The loop starts out with the default hot counter (it is counted down and the value of zero triggers the recorder). The first thing to note is that the loop byte codes don't have individual hop counters but use a pretty small hash table of counters indexed by the address of the byte code (essentially). That means that a particular loop can be traced earlier than expected, but that does no harm and seems not related to the issue under discussion.
Each time the recording is aborted, the hot counter is reset and a penalty value is added to it so it takes more iterations until the next recording is attempted.

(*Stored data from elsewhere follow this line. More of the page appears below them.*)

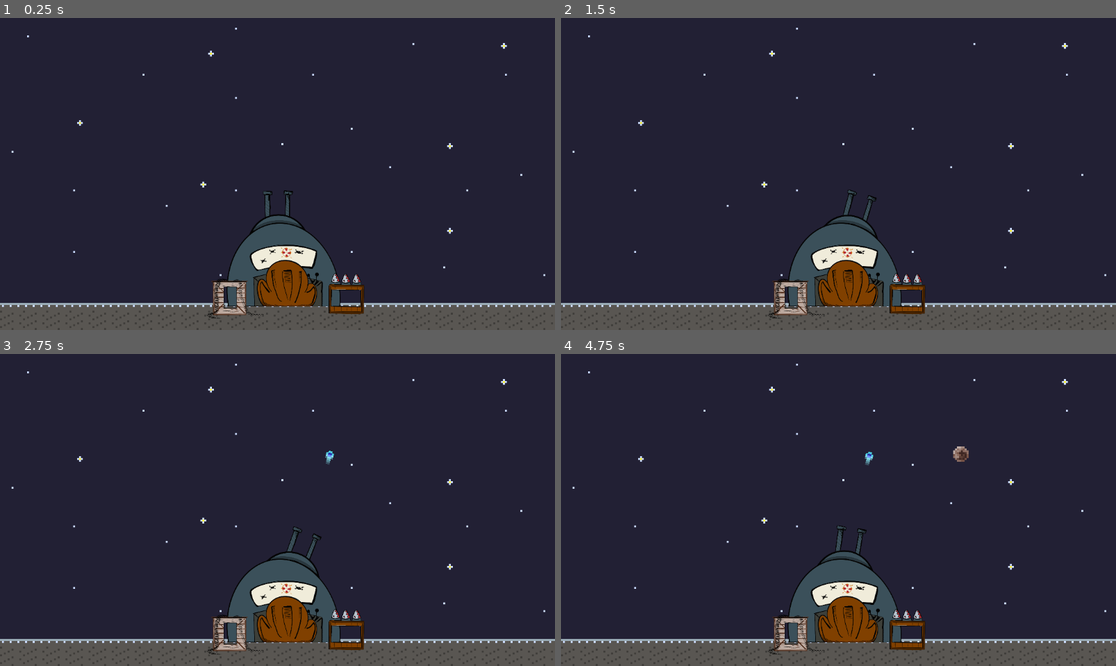
Above: before the commit, frames 1-4 (two rows, left to right).
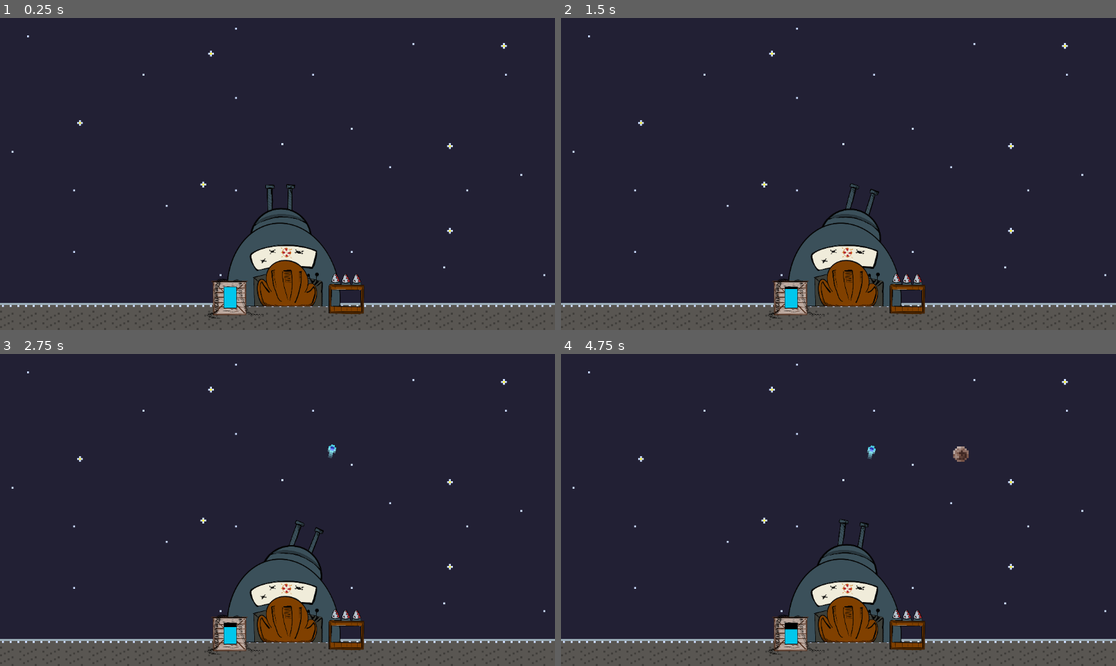
Above: after the commit, the same moments.

Repository: agoryu/galacticDefender
Game: Godot game, scene res://Level/Level.tscn
The game is run twice, just before and just after one commit, with the same random seed, the same clock (stepped at 60 frames per second) and the same inputs.
Inputs:
- Up to frame 1 (0.25 s): no input
- Up to frame 2 (1.5 s): tap Enter (ui_accept) at 0.5, 1.35 s; hold Right (ui_right) 0.53-1.28 s; hold Enter (ui_accept) 0.53-1.28 s; hold Left (ui_left) from 1.28 s (still down)
- Up to frame 3 (2.75 s): tap Enter (ui_accept) at 1.52, 1.82 s; release Left (ui_left) at 2.03 s; hold Right (ui_right) from 2.03 s (still down); hold Enter (ui_accept) from 2.03 s (still down)
- Up to frame 4 (4.75 s): release Enter (ui_accept) at 2.78 s; tap Enter (ui_accept) at 2.85, 3.02, 3.32, 4.35, 4.52 s; release Right (ui_right) at 3.53 s; hold Enter (ui_accept) 3.53-4.28 s; hold Left (ui_left) from 3.53 s (still down)

The runs differ from the first frame. In frame 1, 0.6% of the frame differs, in the area x 40-57%, y 53-94%; in frame 2, 0.6%; in frame 3, 0.6%; in frame 4, 0.7%, in the area x 40-58%, y 29-94%.

Commit message:
Gun progressBar

Diff:
--- a/Base/Base.tscn
+++ b/Base/Base.tscn
@@ -1,10 +1,20 @@
-[gd_scene load_steps=4 format=3 uid="uid://ksbdxjiwbk84"]
+[gd_scene load_steps=7 format=3 uid="uid://ksbdxjiwbk84"]
 
 [ext_resource type="Texture2D" uid="uid://ht5l5bbxcm0c" path="res://Base/Station.png" id="1_edygm"]
 [ext_resource type="Texture2D" uid="uid://deftw5dkgat36" path="res://Base/MissilesCrate.png" id="2_xgawp"]
 [ext_resource type="Texture2D" uid="uid://c1edxw30iph6w" path="res://Base/BulletsCrate.png" id="3_wnbwn"]
+[ext_resource type="PackedScene" uid="uid://br5fnl4nn8rlj" path="res://Character/Shooter/Shooter.tscn" id="4_xgawp"]
+
+[sub_resource type="StyleBoxFlat" id="StyleBoxFlat_xgawp"]
+bg_color = Color(0, 0, 0, 1)
+
+[sub_resource type="StyleBoxFlat" id="StyleBoxFlat_wnbwn"]
+bg_color = Color(2.11775e-06, 0.778848, 0.928218, 1)
 
 [node name="Base" type="Node2D"]
+
+[node name="Shooter" parent="." instance=ExtResource("4_xgawp")]
+position = Vector2(-2, 7)
 
 [node name="Station" type="Sprite2D" parent="."]
 scale = Vector2(0.27, 0.27)
@@ -15,7 +25,22 @@
 scale = Vector2(0.2, 0.187)
 texture = ExtResource("2_xgawp")
 
-[node name="BulletsCrate" type="Sprite2D" parent="."]
+[node name="BulletsCrate" type="Node2D" parent="."]
+
+[node name="BulletsProgressBar" type="ProgressBar" parent="BulletsCrate"]
+offset_left = -125.0
+offset_top = 47.0
+offset_right = -98.0
+offset_bottom = 92.0
+theme_override_styles/background = SubResource("StyleBoxFlat_xgawp")
+theme_override_styles/fill = SubResource("StyleBoxFlat_wnbwn")
+max_value = 10.0
+step = 1.0
+value = 3.0
+fill_mode = 3
+show_percentage = false
+
+[node name="Sprite" type="Sprite2D" parent="BulletsCrate"]
 position = Vector2(-100, 70)
 scale = Vector2(0.2, 0.2)
 texture = ExtResource("3_wnbwn")
--- a/Character/Shooter/shooter.gd
+++ b/Character/Shooter/shooter.gd
@@ -3,11 +3,15 @@
 @onready var canon : CharacterBody2D = $Canon
 @onready var fire_timer : Timer = $FireTimer
 @onready var bullet_constructor = preload("res://Character/Shooter/Bullet/Bullet.tscn")
+@onready var bulletsProgressBar : ProgressBar = $"../BulletsCrate/BulletsProgressBar"
 
 @export var speed = 0.5
 @export var bullets:int = 10
 
 var num_canon = 1
+
+func _ready():
+	bulletsProgressBar.value = bullets
 
 func _physics_process(delta: float) -> void:
 	update_shoot_direction()
@@ -15,6 +19,8 @@
 		if Input.is_action_pressed("ui_accept") and fire_timer.is_stopped():
 			var bullet = bullet_constructor.instantiate()
 			bullets -= 1
+			bulletsProgressBar.value = bullets
+
 			if num_canon % 2 == 0:
 				num_canon = 1
 				bullet.global_position = $Canon/Spawner1.global_position
@@ -22,7 +28,7 @@
 				num_canon += 1
 				bullet.global_position = $Canon/Spawner2.global_position
 			bullet.rotation = $Canon.rotation
-			get_parent().add_child(bullet)
+			get_tree().root.add_child(bullet)
 			fire_timer.start()
 
 func update_shoot_direction():
--- a/Level/Level.tscn
+++ b/Level/Level.tscn
@@ -1,8 +1,7 @@
-[gd_scene load_steps=8 format=4 uid="uid://q8j5i05gxix8"]
+[gd_scene load_steps=7 format=4 uid="uid://q8j5i05gxix8"]
 
 [ext_resource type="Texture2D" uid="uid://dd0sd5mdv247" path="res://Level/Background.png" id="1_a526m"]
 [ext_resource type="Script" uid="uid://b1amb5yof47n" path="res://Level/level.gd" id="1_i5eh5"]
-[ext_resource type="PackedScene" uid="uid://br5fnl4nn8rlj" path="res://Character/Shooter/Shooter.tscn" id="2_r3cbp"]
 [ext_resource type="PackedScene" uid="uid://bvfymy5t32du3" path="res://Level/Spawner/AsteroidSpawner.tscn" id="3_cyxyq"]
 [ext_resource type="PackedScene" uid="uid://ksbdxjiwbk84" path="res://Base/Base.tscn" id="3_i5eh5"]
 
@@ -37,9 +36,6 @@
 tile_map_data = PackedByteArray("AAAAACcAAQABAAAAAAABACcAAQACAAAAAAACACcAAQADAAAAAAAAACgAAQABAAAAAAABACgAAQACAAAAAAACAC …(47808 unchanged characters)…
 tile_set = SubResource("TileSet_cyxyq")
 
-[node name="Shooter" parent="." instance=ExtResource("2_r3cbp")]
-position = Vector2(582, 531)
-
 [node name="Base" parent="." instance=ExtResource("3_i5eh5")]
 position = Vector2(589, 511)

The penalty value is not constant but includes some pseudo-randomness.
Given all that, how can it be that recording always happens for the last one or two iterations? The only reasonable explanation seems to be that the loop actually never has more than two packets to process over an extended period of time. I guess this can, in fact, happen occasionally but I'm seeing the same behavior over and over with all sorts of loops that makes this explanation look pretty improbable to me.
I'm looking for a deeper understanding of this phenomenon because it seems to be at the core of some of the performance issues I see when my programs are subjected to certain changes of the workload.
Great writeup!
I have to read the JIT code and think about this but please indulge me in a hot-take :-)

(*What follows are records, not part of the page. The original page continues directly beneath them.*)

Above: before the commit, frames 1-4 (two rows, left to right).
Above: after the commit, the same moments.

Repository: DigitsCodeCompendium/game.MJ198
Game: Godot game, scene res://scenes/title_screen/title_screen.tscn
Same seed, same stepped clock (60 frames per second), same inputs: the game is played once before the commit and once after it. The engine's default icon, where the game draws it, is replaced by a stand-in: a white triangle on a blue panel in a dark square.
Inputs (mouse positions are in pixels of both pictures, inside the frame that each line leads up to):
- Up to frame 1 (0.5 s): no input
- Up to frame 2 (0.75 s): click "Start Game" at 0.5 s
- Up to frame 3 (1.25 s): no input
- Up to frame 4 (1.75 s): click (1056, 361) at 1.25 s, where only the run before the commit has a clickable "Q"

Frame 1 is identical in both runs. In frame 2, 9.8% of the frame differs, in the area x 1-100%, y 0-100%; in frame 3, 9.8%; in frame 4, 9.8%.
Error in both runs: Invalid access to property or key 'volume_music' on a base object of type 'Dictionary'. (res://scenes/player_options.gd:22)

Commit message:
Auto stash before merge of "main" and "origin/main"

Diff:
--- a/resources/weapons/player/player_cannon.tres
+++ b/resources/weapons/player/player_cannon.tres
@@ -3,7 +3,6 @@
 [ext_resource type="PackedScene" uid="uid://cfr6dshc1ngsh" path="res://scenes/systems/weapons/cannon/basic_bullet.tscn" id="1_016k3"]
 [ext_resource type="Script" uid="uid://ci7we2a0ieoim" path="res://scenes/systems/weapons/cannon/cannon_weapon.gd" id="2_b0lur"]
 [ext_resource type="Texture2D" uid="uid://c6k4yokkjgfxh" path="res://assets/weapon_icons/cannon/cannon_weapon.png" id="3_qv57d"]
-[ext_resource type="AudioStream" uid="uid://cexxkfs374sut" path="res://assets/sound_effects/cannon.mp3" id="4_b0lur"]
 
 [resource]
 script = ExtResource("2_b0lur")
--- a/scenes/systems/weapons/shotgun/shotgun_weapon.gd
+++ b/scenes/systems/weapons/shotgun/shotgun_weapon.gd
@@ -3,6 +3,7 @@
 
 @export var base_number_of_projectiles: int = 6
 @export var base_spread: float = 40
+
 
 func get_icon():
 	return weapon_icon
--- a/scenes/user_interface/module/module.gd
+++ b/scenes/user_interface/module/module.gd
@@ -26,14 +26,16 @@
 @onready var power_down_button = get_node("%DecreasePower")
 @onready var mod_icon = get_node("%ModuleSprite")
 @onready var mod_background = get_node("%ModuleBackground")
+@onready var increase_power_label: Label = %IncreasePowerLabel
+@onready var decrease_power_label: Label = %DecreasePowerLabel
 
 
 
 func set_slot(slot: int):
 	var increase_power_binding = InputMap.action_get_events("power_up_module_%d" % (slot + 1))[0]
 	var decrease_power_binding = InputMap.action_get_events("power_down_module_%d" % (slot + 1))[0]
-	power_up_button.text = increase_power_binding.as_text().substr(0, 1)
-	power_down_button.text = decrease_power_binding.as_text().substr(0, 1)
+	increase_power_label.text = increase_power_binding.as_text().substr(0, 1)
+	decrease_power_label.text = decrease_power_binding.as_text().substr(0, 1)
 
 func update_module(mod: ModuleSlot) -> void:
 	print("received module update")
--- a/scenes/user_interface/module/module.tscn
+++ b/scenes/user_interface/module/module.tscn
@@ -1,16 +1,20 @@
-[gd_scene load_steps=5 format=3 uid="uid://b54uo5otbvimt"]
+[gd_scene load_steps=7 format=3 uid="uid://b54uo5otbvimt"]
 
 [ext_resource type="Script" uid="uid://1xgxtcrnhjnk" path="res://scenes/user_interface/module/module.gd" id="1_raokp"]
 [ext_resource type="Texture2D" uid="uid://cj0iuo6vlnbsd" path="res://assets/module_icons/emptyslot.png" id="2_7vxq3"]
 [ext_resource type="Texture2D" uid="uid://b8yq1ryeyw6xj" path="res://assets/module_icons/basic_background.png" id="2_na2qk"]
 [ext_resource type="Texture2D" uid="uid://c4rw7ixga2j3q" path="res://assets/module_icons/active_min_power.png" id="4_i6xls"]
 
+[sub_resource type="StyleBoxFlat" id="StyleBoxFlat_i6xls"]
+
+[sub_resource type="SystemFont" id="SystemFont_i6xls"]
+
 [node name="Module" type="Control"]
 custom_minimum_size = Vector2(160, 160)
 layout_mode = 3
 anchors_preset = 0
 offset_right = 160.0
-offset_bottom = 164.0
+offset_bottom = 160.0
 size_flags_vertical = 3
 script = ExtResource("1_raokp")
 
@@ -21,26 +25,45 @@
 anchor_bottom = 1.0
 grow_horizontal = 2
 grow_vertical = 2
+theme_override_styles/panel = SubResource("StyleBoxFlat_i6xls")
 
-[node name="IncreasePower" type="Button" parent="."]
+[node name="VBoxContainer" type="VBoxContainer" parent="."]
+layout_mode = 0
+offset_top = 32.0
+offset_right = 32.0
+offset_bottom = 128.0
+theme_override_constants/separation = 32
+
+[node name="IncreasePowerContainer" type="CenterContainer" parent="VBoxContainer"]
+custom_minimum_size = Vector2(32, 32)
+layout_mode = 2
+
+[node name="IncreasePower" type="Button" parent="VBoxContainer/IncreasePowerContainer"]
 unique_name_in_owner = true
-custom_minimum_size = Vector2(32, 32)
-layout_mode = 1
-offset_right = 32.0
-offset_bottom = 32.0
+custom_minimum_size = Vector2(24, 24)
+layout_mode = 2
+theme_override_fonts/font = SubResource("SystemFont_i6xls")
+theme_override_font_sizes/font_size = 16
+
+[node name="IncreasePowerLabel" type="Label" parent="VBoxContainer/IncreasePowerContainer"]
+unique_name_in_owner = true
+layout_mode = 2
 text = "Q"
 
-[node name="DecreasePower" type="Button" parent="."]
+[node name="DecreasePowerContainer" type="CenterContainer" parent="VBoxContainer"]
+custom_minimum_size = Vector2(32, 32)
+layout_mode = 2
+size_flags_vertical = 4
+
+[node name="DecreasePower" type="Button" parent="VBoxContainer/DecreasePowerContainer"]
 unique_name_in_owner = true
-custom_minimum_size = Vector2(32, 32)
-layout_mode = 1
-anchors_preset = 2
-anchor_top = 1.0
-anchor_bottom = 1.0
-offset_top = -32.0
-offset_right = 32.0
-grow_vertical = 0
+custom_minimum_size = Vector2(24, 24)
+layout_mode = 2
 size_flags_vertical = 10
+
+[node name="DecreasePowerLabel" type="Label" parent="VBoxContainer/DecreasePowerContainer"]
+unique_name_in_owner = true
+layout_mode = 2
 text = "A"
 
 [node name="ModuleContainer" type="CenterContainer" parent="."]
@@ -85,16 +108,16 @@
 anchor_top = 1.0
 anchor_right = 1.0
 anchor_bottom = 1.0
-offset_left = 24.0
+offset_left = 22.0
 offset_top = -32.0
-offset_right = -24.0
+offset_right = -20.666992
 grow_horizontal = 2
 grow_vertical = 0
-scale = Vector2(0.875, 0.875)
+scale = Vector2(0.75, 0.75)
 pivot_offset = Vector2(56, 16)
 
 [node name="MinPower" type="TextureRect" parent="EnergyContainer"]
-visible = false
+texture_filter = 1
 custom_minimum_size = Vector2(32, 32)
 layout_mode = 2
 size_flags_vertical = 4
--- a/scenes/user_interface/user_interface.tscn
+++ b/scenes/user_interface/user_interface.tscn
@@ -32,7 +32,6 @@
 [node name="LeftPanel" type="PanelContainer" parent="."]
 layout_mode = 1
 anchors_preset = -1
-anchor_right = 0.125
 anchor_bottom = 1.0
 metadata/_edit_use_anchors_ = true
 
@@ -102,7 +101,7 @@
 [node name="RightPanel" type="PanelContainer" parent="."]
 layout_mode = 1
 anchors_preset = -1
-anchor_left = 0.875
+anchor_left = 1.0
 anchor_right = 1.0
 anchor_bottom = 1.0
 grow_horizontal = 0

Is this just a bug in lj_record.c? If the JIT is waiting for the program counter to return to the start of the loop in order to complete the trace, and this is not happening because the loop is terminating, then perhaps the JIT should instead complete the trace when it reaches the FORL i.e. "pretend" for the purpose of code generation that the branch back into the loop is taken? This seems straightforward if the taken branch was about to immediately complete the loop without recording any further instructions.
Generally I am bugged whenever heuristics like "leaving loop in root trace" lead to blacklistings. Just shouldn't happen IMHO.
I have been able to reproduce this with a minimal example over at raptorjit/raptorjit#203.